European Commission Decisions: EU policy decisions affect Chinese economic interests, trade relationships, and diplomatic positioning. Early knowledge of policy discussions provides advantages in negotiations and strategic planning.

The Broader Threat Landscape

This campaign represents one piece of sustained Chinese intelligence collection targeting Western diplomatic and government organizations. Similar operations have targeted:

• U.S. State Department personnel
• European Union institutions
• Individual European national governments
• Think tanks and policy research organizations
• Defense contractors
• Academic institutions with government research contracts

The consistent exploitation of CVE-2025-9491 across multiple campaigns demonstrates that successful techniques persist until victims implement effective defenses or vendors patch underlying vulnerabilities. Microsoft's failure to patch this eight-year-old vulnerability actively used by eleven nation-state groups creates ongoing risk.

Implications for Affected Organizations

Diplomatic personnel and government organizations in the targeted countries should assume compromise attempts have occurred. Recommended actions include:

Incident Response Reviews: Examine logs and forensic data for indicators of compromise associated with this campaign. Look for the specific artifacts and behaviors researchers documented.

Credential Resets: Consider resetting credentials for users who may have been targeted, particularly those working on NATO defense procurement or European Commission border control initiatives.

Communication Security: Review what sensitive communications may have occurred on potentially compromised systems. Assess whether information discussed in emails, documents, or meetings requires damage control.

Counterintelligence Considerations: Evaluate what intelligence Chinese services may have gained through successful compromises. This assessment informs diplomatic strategies and negotiations.

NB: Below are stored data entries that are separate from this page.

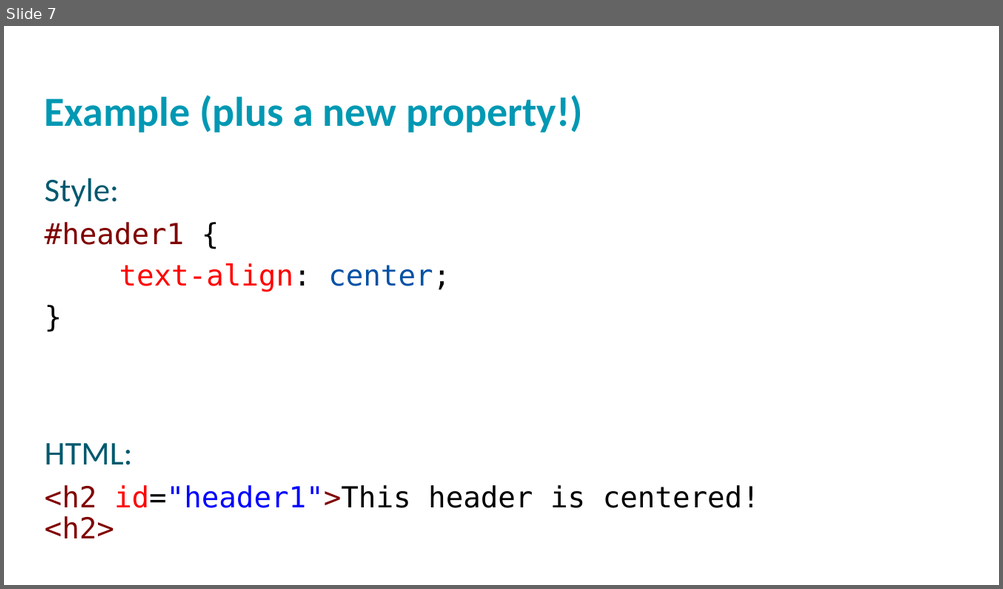
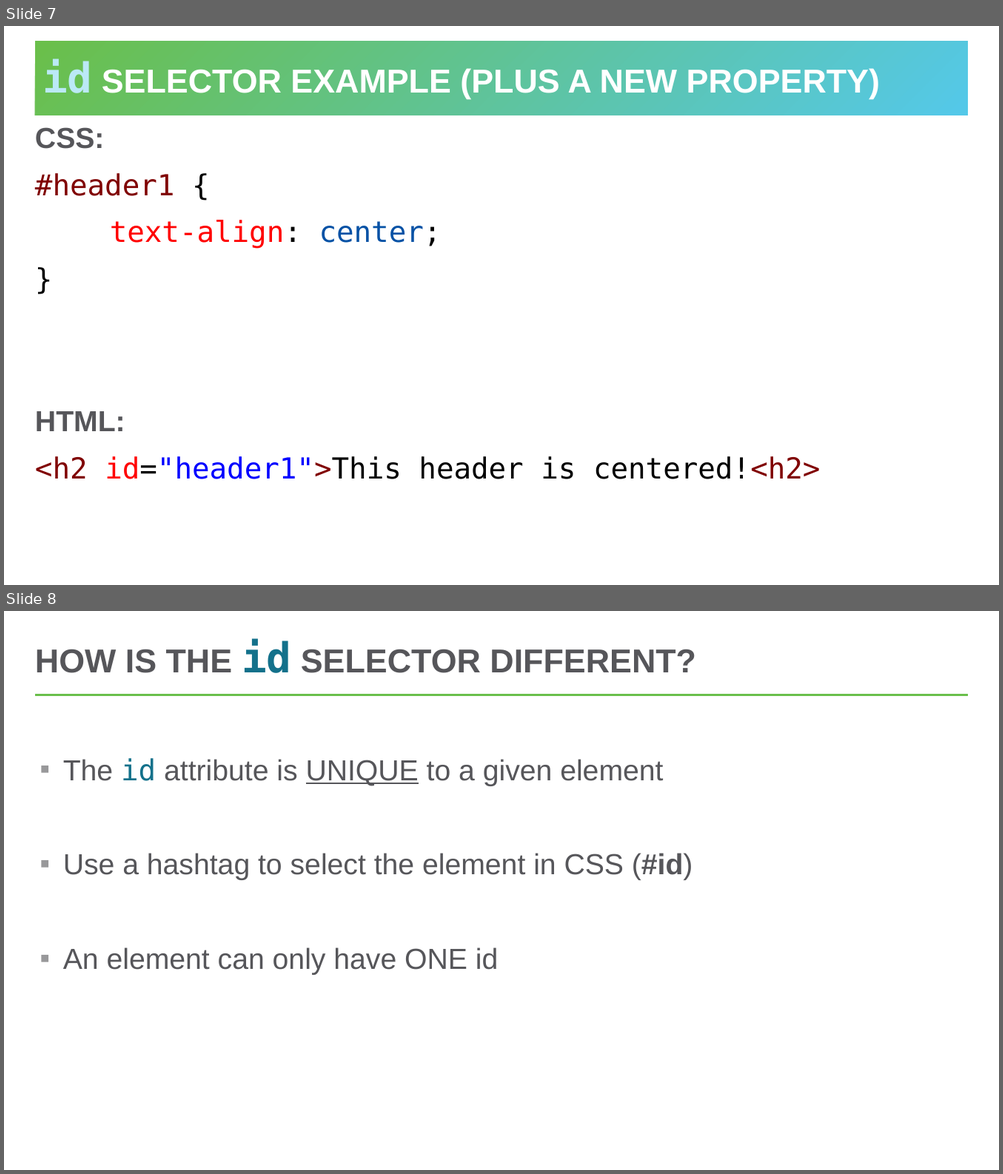
Before and after one commit to hytechclub/web-101, a slide deck: Week07/MoreSelectors.pptx. Shown one above the other, each under a label of ours: slide 7 before the commit, slides 7 and 8 after it. The pictures are 1003x589 and 1003x1174 pixels, drawn with LibreOffice and Linux fonts; fonts in the diff are those of the drawing; background and template pictures are left out. Boxes give left, top, right and bottom in pixels: in the first picture for what was removed or moved away, otherwise in the second. Text is boxed around its words. In the diff, an @@ line names an element or a change of style, - is before the commit and + after.

```diff
--- a/Week07/MoreSelectors.pptx
+++ b/Week07/MoreSelectors.pptx
@@ slide 8 added at (4,611,999,1170), background #FFFFFF @@
@@ title added at (35,639,696,673), 32 pt, text #56565A, bold @@
+HOW IS THE id SELECTOR DIFFERENT?
@@ line added from (35, 695) to (968, 695), #54C8E8 2.25 pt @@
@@ text added at (63,758,693,975), 28 pt, text #56565A @@
+▪ The id attribute is UNIQUE to a given element
+▪ Use a hashtag to select the element in CSS (#id)
+▪ An element can only have ONE id
@@ slide 7 changed as well @@
@@ title "id SELECTOR EXAMPLE (PLUS A ...": place and size @@
-title "id SELECTOR EXAMPLE (PLUS A ..." at (45,95,583,133)
+title "id SELECTOR EXAMPLE (PLUS A ..." at (35,41,968,116)
@@ title "id SELECTOR EXAMPLE (PLUS A ..." at (35,41,968,116): vertical alignment top to middle; fill none to gradient #6ABF4B to #54C8E8 @@
@@ title at (42,59,879,99): text changed; size 40 to 32 pt; font Calibri to Arial; text colour #0098B2 to #FFFFFF @@
-Example (plus a new property!)
+id SELECTOR EXAMPLE (PLUS A NEW PROPERTY)
@@ text at (35,127,105,149): text changed; size 32 to 28 pt; font Calibri to Arial; text colour #00586E to #56565A; bold on @@
-Style:
+CSS:
@@ text "CSS:": place and size @@
-text "CSS:" at (45,178,760,539)
+text "CSS:" at (35,127,819,480)
@@ text at (35,173,819,480): size 32 to 28 pt, font Calibri to Arial, text colour #00586E to #56565A, bold on in "HTML:"; line spacing 0.9 to 1; more space between paragraphs @@
```
Also in this commit, not shown: 3 other slides changed, 6 other slides added, 7 slides removed, 4 other files.

Long-Term Security Improvements: Use this incident as motivation to implement more robust security controls that would prevent similar attacks in the future.

The Patch That Isn't Coming

Microsoft's decision not to patch CVE-2025-9491 leaves organizations in a difficult position. They face active exploitation by sophisticated threat groups but cannot deploy the most effective defense—a patch that eliminates the vulnerability.

This situation raises questions about Microsoft's vulnerability management priorities. When do vulnerabilities warrant immediate patching? How many nation-state groups must exploit a flaw before Microsoft considers it worthy of urgent attention? What criteria determine whether vulnerabilities require "immediate intervention"?

Eight years of exploitation by eleven nation-state groups apparently doesn't meet Microsoft's threshold. This decision places the burden of defense entirely on organizations and users rather than addressing the root cause in the operating system.

Looking Ahead

Mustang Panda and other groups exploiting CVE-2025-9491 will continue their campaigns as long as the vulnerability remains unpatched and organizations remain vulnerable. The evolution of the CanonStager artifacts and addition of new delivery techniques demonstrate active development of the attack toolkit.

Organizations cannot wait for Microsoft to patch this vulnerability. They must implement the defensive measures Arctic Wolf and other security researchers recommend. This includes restricting LNK file usage, blocking known malicious infrastructure, enhancing monitoring, and deploying multiple defensive layers that make exploitation more difficult even when the underlying vulnerability persists.

European diplomatic and government organizations face sustained targeting by sophisticated Chinese intelligence operations. This campaign represents one visible example of ongoing collection efforts. Defensive measures implemented in response to this specific threat will provide benefits against future campaigns using different techniques.

The lesson here extends beyond this particular vulnerability: organizations must defend themselves even when vendors fail to patch known flaws. Microsoft's decision leaves users vulnerable, so users must implement workarounds and compensating controls that mitigate the risk Microsoft declined to address.